In April 1968 Carmichael married the South African singer Miriam Makeba and moved to Guinea, where he and Makeba lived in a seaside villa in Conakry, the capital. The deposed head of state of Ghana, Kwame Nkrumah, was his next-door neighbor. Carmichael soon began calling himself Kwame Ture, to honor Nkrumah and the Marxist leader of Guinea, Kwame Toure, who also befriended him. Carmichael later divorced Makeba and married a Guinean doctor named Marlyatou Barry; they also divorced. He had two sons.
By the end of the 1960s Carmichael became an emissary of the All African Peoples Revolutionary Party, lecturing worldwide. At speeches on American campuses and in cities, he called for black Americans to join him in a mass emigration to Africa to create a pan-African black socialist state, saying that such a step was the only means for achieving black power. But his crusade attracted few adherents in the United States or Africa, and Carmichael quickly became a fringe figure.
Carmichael lived the rest of his life in Guinea and was a staunch supporter of President Toure. He often dressed in fatigues and carried a pistol. In 1986 he was briefly jailed by a military government that took power after Toure's death. He remained staunch in his views to the end of his life, saying his fatal prostate cancer "was given to me by the forces of American imperialism and others who conspired with them." He died at age fifty-seven and was buried in Conakry.
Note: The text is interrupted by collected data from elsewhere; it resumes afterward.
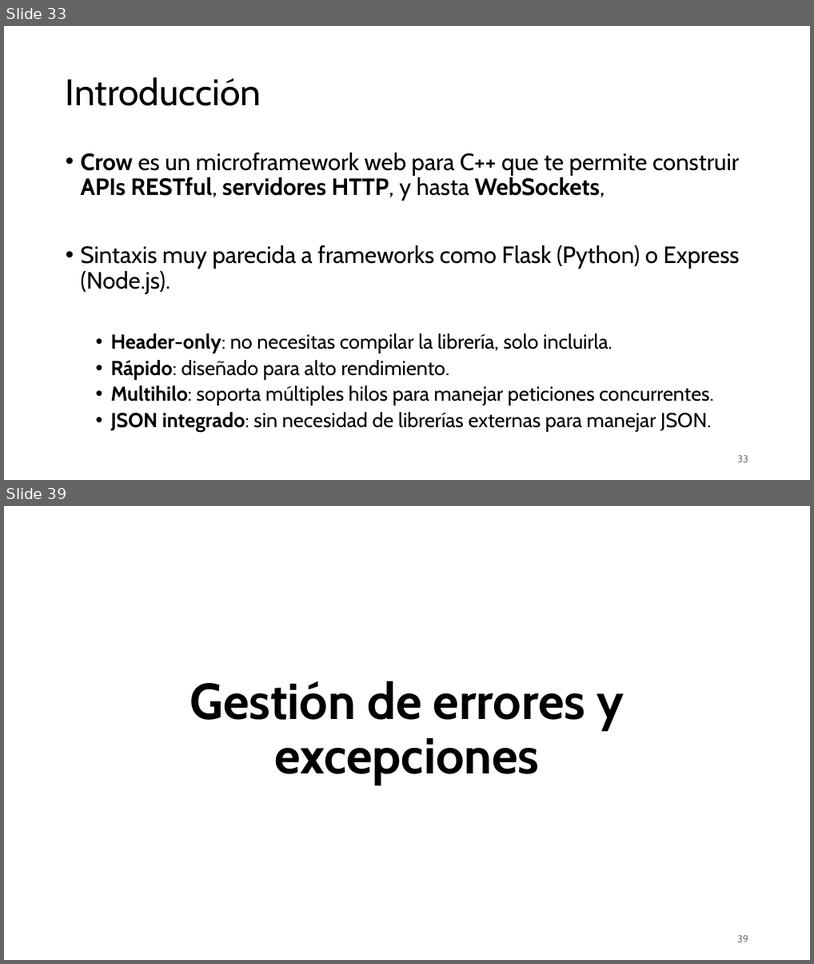
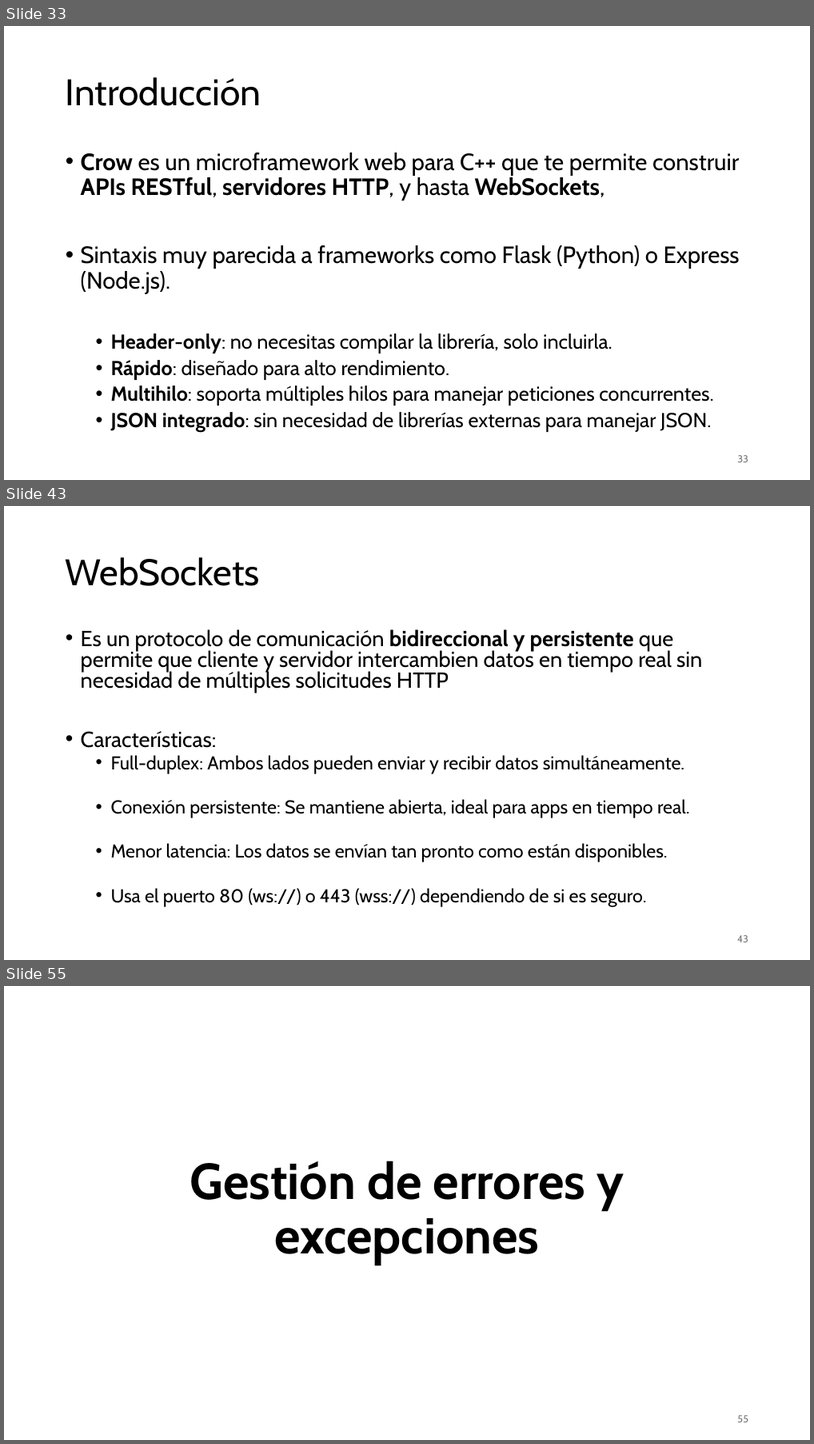
Before and after one commit to aldebarran22/CURSO_CPP_SERVICIOS_30H, a slide deck: doc/2_Creacion_API_RESTfull_C++.pptx. Shown one above the other, each under a label of ours: slides 33 and 39 before the commit, slides 33, 43 and 55 after it; the slides between them are not shown. The pictures are 814x964 and 814x1444 pixels, drawn with LibreOffice and Linux fonts; fonts in the diff are those of the drawing. Boxes give left, top, right and bottom in pixels: in the first picture for what was removed or moved away, otherwise in the second. Text is boxed around its words. In the diff, an @@ line names an element or a change of style, - is before the commit and + after.

```diff
--- a/doc/2_Creacion_API_RESTfull_C++.pptx
+++ b/doc/2_Creacion_API_RESTfull_C++.pptx
@@ slide 43 added at (4, 506, 810, 960), background #FFFFFF @@
@@ title added at (66, 557, 260, 586), 44 pt, text #000000 @@
+WebSockets
@@ text added at (81, 629, 702, 907), 22.2 pt, text #000000 @@
+• Es un protocolo de comunicación bidireccional y persistente que permite que cliente y servidor intercambien datos en tiempo real sin necesidad de múltiples solicitudes HTTP
+• Características:
+  • Full-duplex: Ambos lados pueden enviar y recibir datos simultáneamente.
+  • Conexión persistente: Se mantiene abierta, ideal para apps en tiempo real.
+  • Menor latencia: Los datos se envían tan pronto como están disponibles.
+  • Usa el puerto 80 (ws://) o 443 (wss://) dependiendo de si es seguro.
@@ page number added at (738, 935, 749, 942), 12 pt, text #797979 @@
+43
@@ what was slide 39 is now slide 55 @@
@@ page number at (738, 1415, 749, 1422): text changed @@
-39
+55
```
Also in this commit, not shown: 6 slides changed, 15 other slides added, 10 other files.

More than any black leader, Carmichael was the personification of black militancy during the 1960s, even though his period of fame was relatively short. He never relinquished that militant stance. He also refused to see the 1960s as a closed chapter and a period of successful change. Until his death he continued to answer his phone with the phrase, "Ready for the revolution!" He wrote to Miller after a 1988 SNCC reunion that "Many you know have already accepted their laurels and do not even pretend to see the need for further reforms. For them the '60s put everything in place and they did it. Well, I still see Revolution and continue to work for it."
Before his death Carmichael was working on an autobiography, but it was never published. Short biographies include Jacqueline Johnson, Stokely Carmichael: The Story of Black Power (1990). Discussions of Carmichael's life and politics appear in Social Policy (winter 1998) and the Economist (21 Nov. 1998). An obituary is in The New York Times (16 Nov. 1988).